Premium
Structured sparse logistic regression with application to lung cancer prediction using breath volatile biomarkers
Author(s) -
Zhang Xiaochen,
Zhang Qingzhao,
Wang Xiaofeng,
Ma Shuangge,
Fang Kuangnan
Publication year - 2019
Publication title -
statistics in medicine
Language(s) - English
Resource type - Journals
SCImago Journal Rank - 1.996
H-Index - 183
eISSN - 1097-0258
pISSN - 0277-6715
DOI - 10.1002/sim.8454
Subject(s) - logistic regression , minimax , lung cancer , computer science , lasso (programming language) , stability (learning theory) , group (periodic table) , mathematical optimization , mathematics , machine learning , medicine , chemistry , organic chemistry , world wide web
This article is motivated by a study of lung cancer prediction using breath volatile organic compound (VOC) biomarkers, where the challenge is that the predictors include not only high‐dimensional time‐dependent or functional VOC features but also the time‐independent clinical variables. We consider a high‐dimensional logistic regression and propose two different penalties: group spline‐penalty or group smooth‐penalty to handle the group structures of the time‐dependent variables in the model.
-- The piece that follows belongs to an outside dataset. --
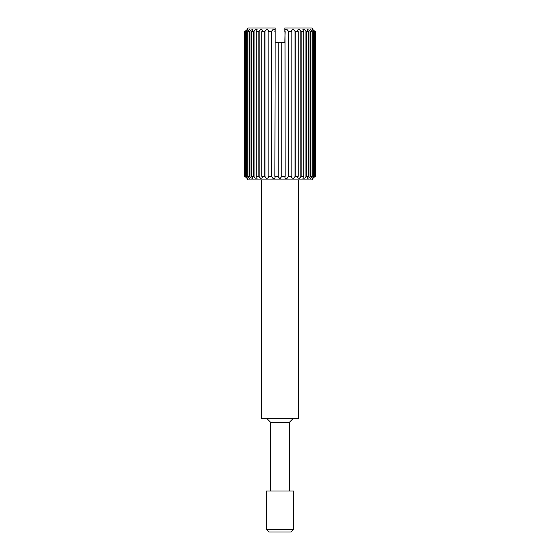 <?xml version="1.0" encoding="UTF-8"?>
<svg xmlns="http://www.w3.org/2000/svg" width="560" height="560" viewBox="0 0 560 560"><rect width="100%" height="100%" fill="white"/><g stroke="black" fill="none" stroke-linecap="round" stroke-linejoin="round"><path stroke-width="0.84" d="M281.806 176.309L280 178.717L278.194 176.862L278.194 42.469L275.177 42.469L275.177 31.619L274.869 176.309L278.194 176.309L278.194 42.469L281.806 42.469L281.806 176.862L281.806 176.309L285.131 176.309L285.026 176.862C284.795 177.996 285.39 178.605 286.797 178.682L288.68 176.309L291.879 176.309L291.522 177.562L293.335 178.57L295.218 176.309L298.165 176.309L297.549 177.884L299.362 178.395L301.175 176.309L303.758 176.309L302.827 178.164L304.64 178.164L306.313 176.309L308.434 176.309L307.167 178.395L308.973 177.884L310.443 176.309L312.018 176.309L310.387 178.57L313.397 176.309L314.37 176.309L313.824 176.862C311.927 179.032 312.039 179.151 314.174 177.219L315.406 176.309L314.846 176.862L315.406 176.309L315.077 31.619L315.077 176.309M315.077 31.619L314.174 30.709C312.039 28.77 311.927 28.889 313.824 31.059L314.37 31.619L313.397 31.619L310.387 29.351L312.018 31.619L310.443 31.619L308.973 30.044L307.167 29.526L308.434 31.619L306.313 31.619L304.64 29.757L302.827 29.757L303.758 31.619L301.175 31.619L299.362 29.526L297.549 30.037L298.165 31.619L295.218 31.619L293.335 29.351L291.522 30.359L291.879 31.619L288.68 31.619L286.797 29.239C285.39 29.323 284.795 29.925 285.026 31.059L285.131 176.309M274.869 31.619L274.974 31.059C275.205 29.925 274.61 29.323 273.203 29.239L271.32 31.619L268.121 31.619L268.478 30.359L266.665 29.351L264.782 31.619L261.835 31.619L262.451 30.044L260.638 29.526L258.825 31.619L256.242 31.619L257.173 29.757L255.36 29.757L253.687 31.619L251.566 31.619L252.833 29.526L251.027 30.044L249.557 31.619L247.982 31.619L249.613 29.351L246.603 31.619L245.63 31.619L246.176 31.059C248.073 28.889 247.961 28.77 245.826 30.709L244.594 31.619L244.594 176.309L245.826 177.219C247.961 179.151 248.073 179.032 246.176 176.862L245.63 176.309L246.603 176.309L249.613 178.57L247.982 176.309L249.557 176.309L251.027 177.884L252.833 178.395L251.566 176.309L253.687 176.309L255.36 178.164L257.173 178.164L256.242 176.309L258.825 176.309L260.638 178.395L262.451 177.884L261.835 176.309L264.782 176.309L266.665 178.57L268.478 177.562L268.121 176.309L271.32 176.309L273.203 178.682C274.61 178.605 275.205 177.996 274.974 176.862L274.869 176.309M245.826 177.219C247.961 179.151 248.073 179.032 246.176 176.862M246.176 31.059C248.073 28.889 247.961 28.77 245.826 30.709M275.009 177.219L274.974 176.862M313.04 178.717L311.829 179.921L248.171 179.921L246.96 178.717M314.846 176.862C312.62 179.13 312.62 179.13 314.846 176.862M313.824 176.862C311.927 179.032 312.039 179.151 314.174 177.219M289.408 491.008L289.408 422.275L270.592 422.275L266.98 418.663M291.095 532L268.905 532L266.497 529.592L293.503 529.592L291.095 532M293.503 529.592L293.503 491.008L266.497 491.008L266.497 529.592M298.69 179.921L298.69 418.663L261.31 418.663L261.31 179.921M285.131 31.619L284.823 42.469L281.806 42.469M288.68 31.619L288.68 176.309M291.879 31.619L291.879 176.309M295.218 31.619L295.218 176.309M298.165 31.619L298.165 176.309M301.175 31.619L301.175 176.309M303.758 31.619L303.758 176.309M306.313 31.619L306.313 176.309M308.434 31.619L308.434 176.309M310.443 31.619L310.443 176.309M312.018 31.619L312.018 176.309M313.397 31.619L313.397 176.309M314.37 31.619L314.37 176.309M315.406 31.619L314.846 31.059C312.62 28.791 312.62 28.791 314.846 31.059L315.406 31.619L315.406 176.309M244.923 31.619L244.923 176.309M245.63 31.619L245.63 176.309M246.603 31.619L246.603 176.309M247.982 31.619L247.982 176.309M249.557 31.619L249.557 176.309M251.566 31.619L251.566 176.309M253.687 31.619L253.687 176.309M256.242 31.619L256.242 176.309M258.825 31.619L258.825 176.309M261.835 31.619L261.835 176.309M264.782 31.619L264.782 176.309M268.121 31.619L268.121 176.309M271.32 31.619L271.32 176.309M246.96 29.204L248.171 28L275.177 28L275.177 31.619M284.823 31.619L284.823 28L311.829 28L313.04 29.204M284.823 28L284.823 28.721M245.154 176.862L244.594 176.309L245.154 176.862C247.38 179.13 247.38 179.13 245.154 176.862M314.174 30.709C312.039 28.77 311.927 28.889 313.824 31.059M245.154 31.059L244.594 31.619L245.154 31.059C247.38 28.791 247.38 28.791 245.154 31.059M288.575 31.059L288.575 176.862M295.008 31.059L295.008 176.862M300.86 31.059L300.86 176.862M305.921 31.059L305.921 176.862M309.981 31.059L309.981 176.862M312.886 31.059L312.886 176.862M314.531 31.059L314.531 176.862M271.425 31.059L271.425 176.862M264.992 31.059L264.992 176.862M259.14 31.059L259.14 176.862M254.079 31.059L254.079 176.862M250.019 31.059L250.019 176.862M247.114 31.059L247.114 176.862M245.469 31.059L245.469 176.862M289.408 422.275L293.02 418.663M270.592 491.008L270.592 422.275"/></g></svg>

The new methods have the advantage for the situation where the model coefficients are sparse but change smoothly within the group, compared with other existing methods such as the group lasso and the group bridge approaches. Our methods are easy to implement since they can be turned into a group minimax concave penalty problem after certain transformations. We show that our fitting algorithm possesses the descent property and leads to attractive convergence properties. The simulation studies and the lung cancer application are performed to demonstrate the accuracy and stability of the proposed approaches.